In our capacity as Certified Public Accountants and Enrolled Agents, our office has had the delightful opportunity to deal with the Internal Revenue Service and the California Franchise Tax Board regarding client notices from taxing authorities.

When a taxpayer receives a letter that states something like, “We have determined that you owe us a bunch of money”, their tendency is to just get out the checkbook and pay the amount the taxing authorities say is due. After all, they are the government, they must be right, and we don’t want to mess with them because they can hurt us with penalties, interest, intimidation, etc.

The interesting thing we notice when our clients bring us such letters, is that quite often the government is wrong. That being said, unless you have good records to show the taxing authority they are wrong, you do owe the tax they assert you owe them.

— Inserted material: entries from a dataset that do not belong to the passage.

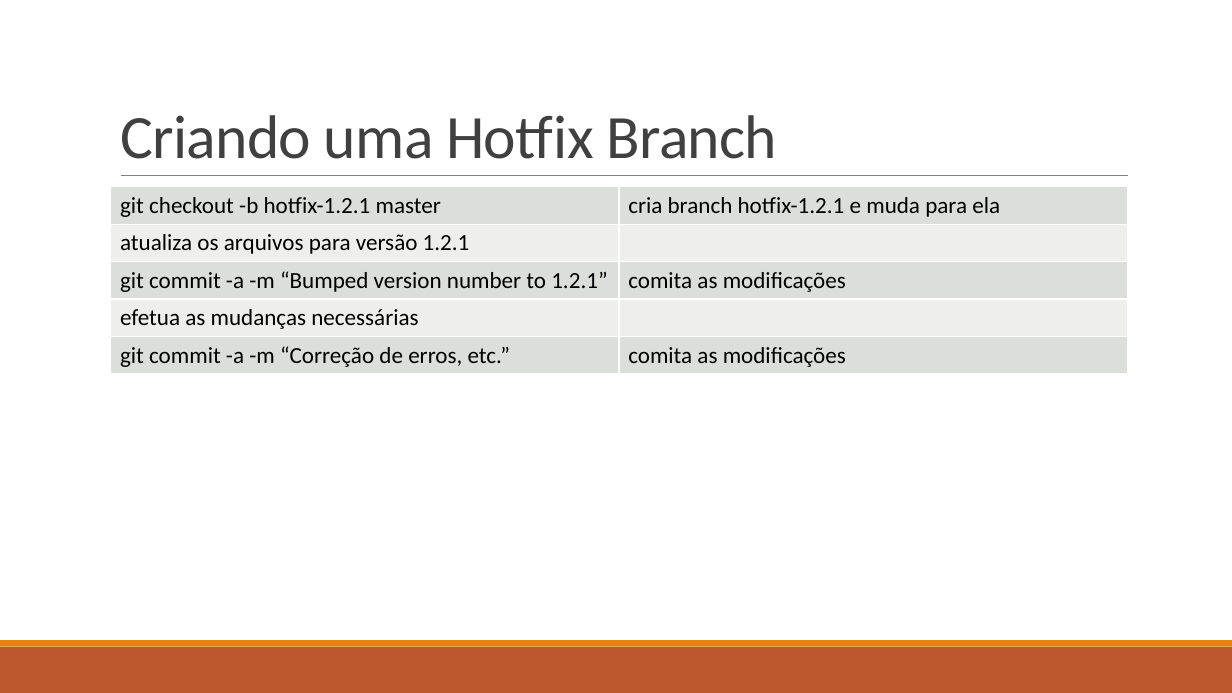
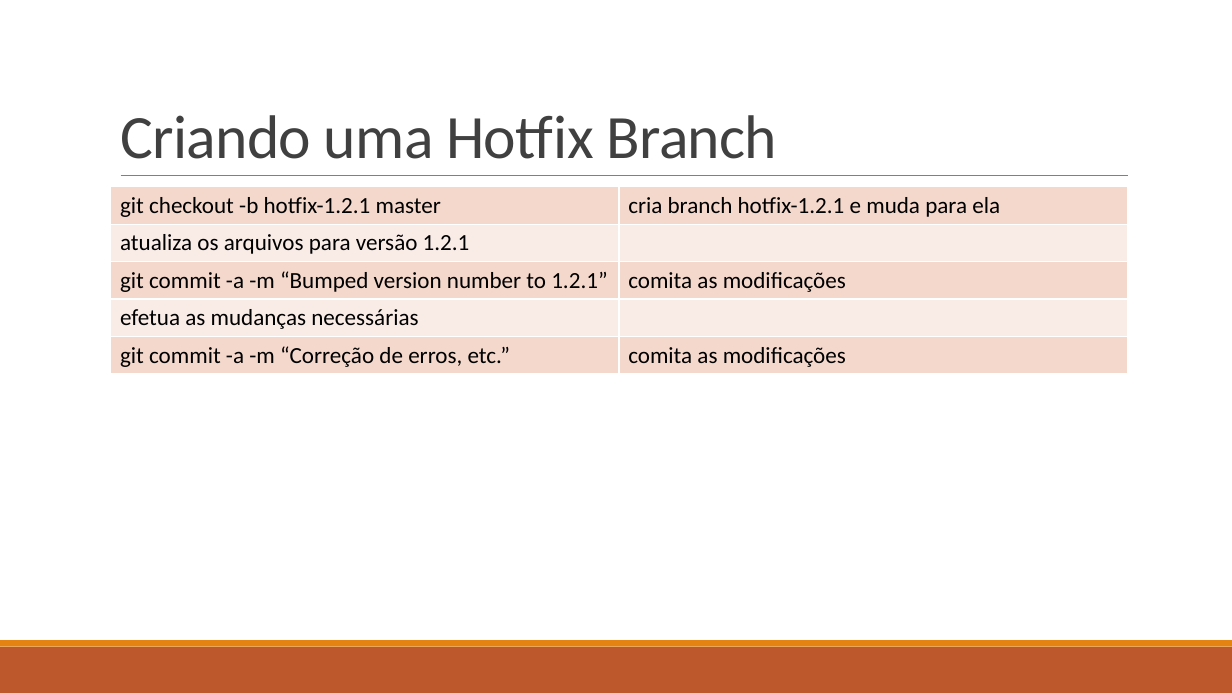
Before and after one commit to ekson73/Docs, a slide deck: slide 77 of Projeto VEK - GIT 4 VEK.pptx (slide 63 before the commit). Drawn at 1232x693 pixels with LibreOffice and Linux fonts; fonts in the diff are those of the drawing. Boxes give left, top, right and bottom in pixels: in the first picture for what was removed or moved away, otherwise in the second. Text is boxed around its words. In the diff, an @@ line names an element or a change of style, - is before the commit and + after.

```diff
--- a/Projeto VEK - GIT 4 VEK.pptx
+++ b/Projeto VEK - GIT 4 VEK.pptx
@@ table at [111,187,1128,374] @@
@@ fill #DCDFDA to #F5D9CC in 6 cells @@
@@ fill #EEF0ED to #FAEDE7 in 4 cells @@
```
Also in this commit, not shown: 15 other slides changed, 24 slides added, 2 slides removed, 2 other files.
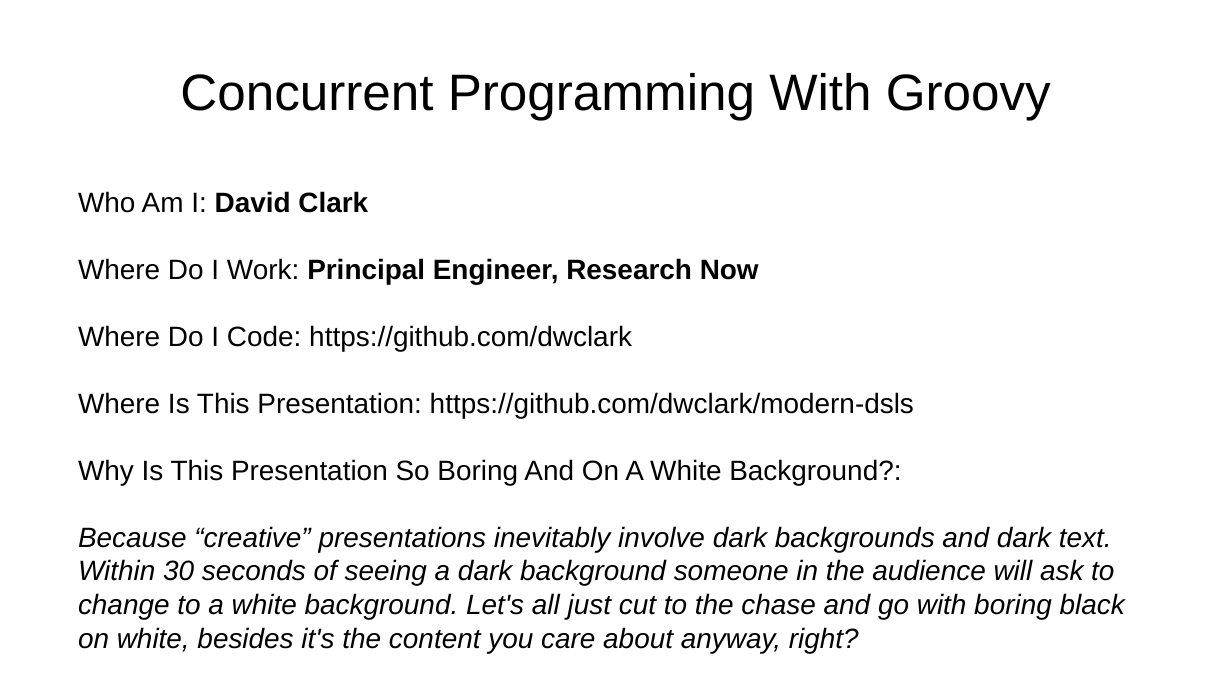
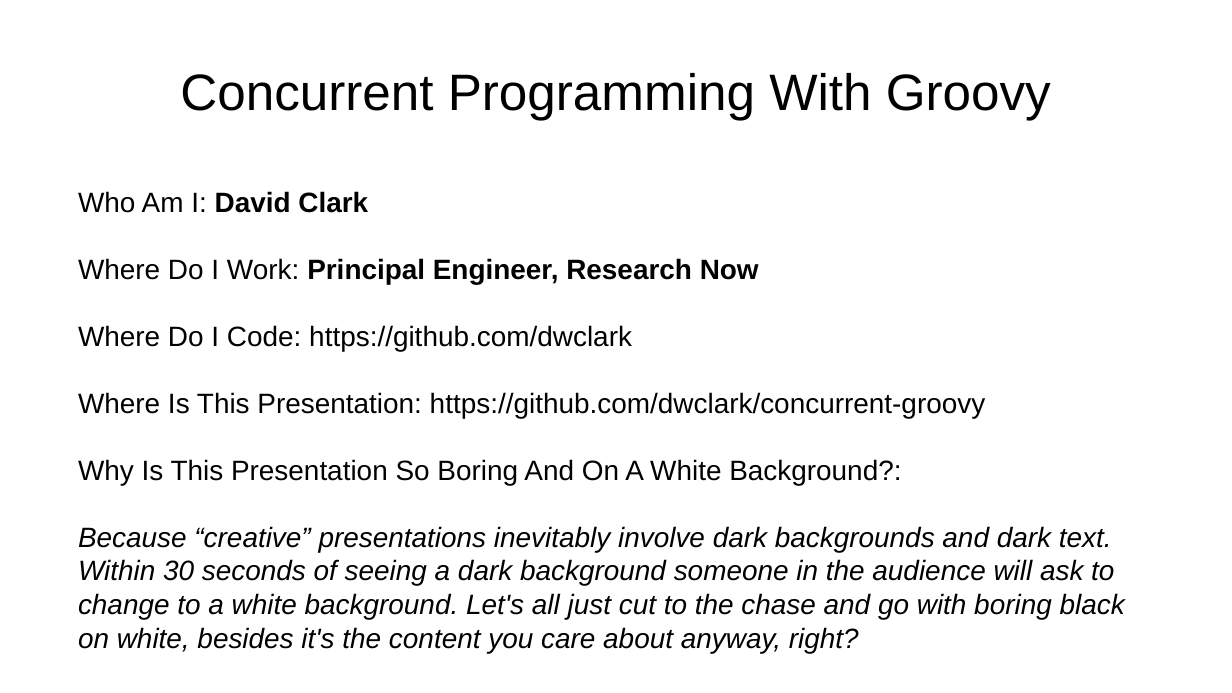
Before and after one commit to dwclark/concurrent-groovy, a slide deck: slide 1 of concurrent-groovy.odp. Drawn at 1232x693 pixels with LibreOffice and Linux fonts; fonts in the diff are those of the drawing. Boxes give left, top, right and bottom in pixels: in the first picture for what was removed or moved away, otherwise in the second. Text is boxed around its words. In the diff, an @@ line names an element or a change of style, - is before the commit and + after.

```diff
--- a/concurrent-groovy.odp
+++ b/concurrent-groovy.odp
@@ text at <box>78,392,986,418</box>: text changed @@
-Where Is This Presentation: https://github.com/dwclark/modern-dsls
+Where Is This Presentation: https://github.com/dwclark/concurrent-groovy
```
Also in this commit, not shown: 9 slides added, 3 other files.

The taxing authorities’ philosophy is, in essence, you are guilty until you can prove they are wrong, which runs contrary to the basic premise in our court systems that we are innocent until proven guilty. So how do you protect yourself from the often incorrect assertions of the taxing authorities? The best way is to keep good records of your financial transactions.

In an audit, or tax inquiry, if you cannot demonstrate you are right, you are presumed wrong.

It matters not that it is unfair, it only matters that unless you can prove they are wrong, you lose.

What is worse, if they can prove your negligence or disregard for governmental rules and regulations, or if you have substantially understated your income, they have the ability to tack on a penalty equal to 20-percent of the tax you underpaid, so they can charge more interest on the higher balance you owe them. Not very nice is it?

One of the best and easiest ways to shift the burden of proof in income tax matters is to keep good records of the sources of your income and tax deductions. In an audit or examination, the IRS assumes all money passing through your banks or investment accounts is income. So if rich Aunt Martha left you $20,000 when she died or you transferred $5,000 from savings to checking, it would behoove you to document that, otherwise it becomes “income” they will desire to tax. It is not their responsibility to prove the money going through your accounts is not income; that responsibility is yours. If you are prepared, ye shall not fear.

Similarly, keep track of your tax deductible expenses, such as medical expenses, property taxes paid, the deductible portion of car license renewal fees, charitable contributions, union dues, and unreimbursed employee expenses. Keep records for the cost of investments purchased, and anything that may be taxable if you sold it.

For those of you who have businesses, keep your business income and expenses separate from your personal income and expenses. The best way to do this is to keep a separate checking account for your business, and keep a record of transfers between the business and personal accounts. The presumption is that items in the business account are business related, and those in the personal account are personal. If you are audited and you have business and personal items mixed together in one account, the auditor is not going to want to sort them out, and will most likely deny your assertion that the expenses you claim are deductible are legitimate. If you want to be treated as a legitimate business, act like one.

Keep your personal and business expenses separate. An easy way to further substantiate the difference between personal and business expenses is to have separate charge cards for personal and business (if you purchase things on credit), then pay the credit cards out of the appropriate business or personal checking accounts.

If you have personal and business expenses combined on one credit card, or paid out of one combined checking account, you are placing the burden of proof on yourself to prove the legitimacy of the business expense. If you consistently keep the business and personal separated and can show it, you have demonstrated intent to comply and it is much more likely an auditor will focus on the business account and not worry about going through your personal items.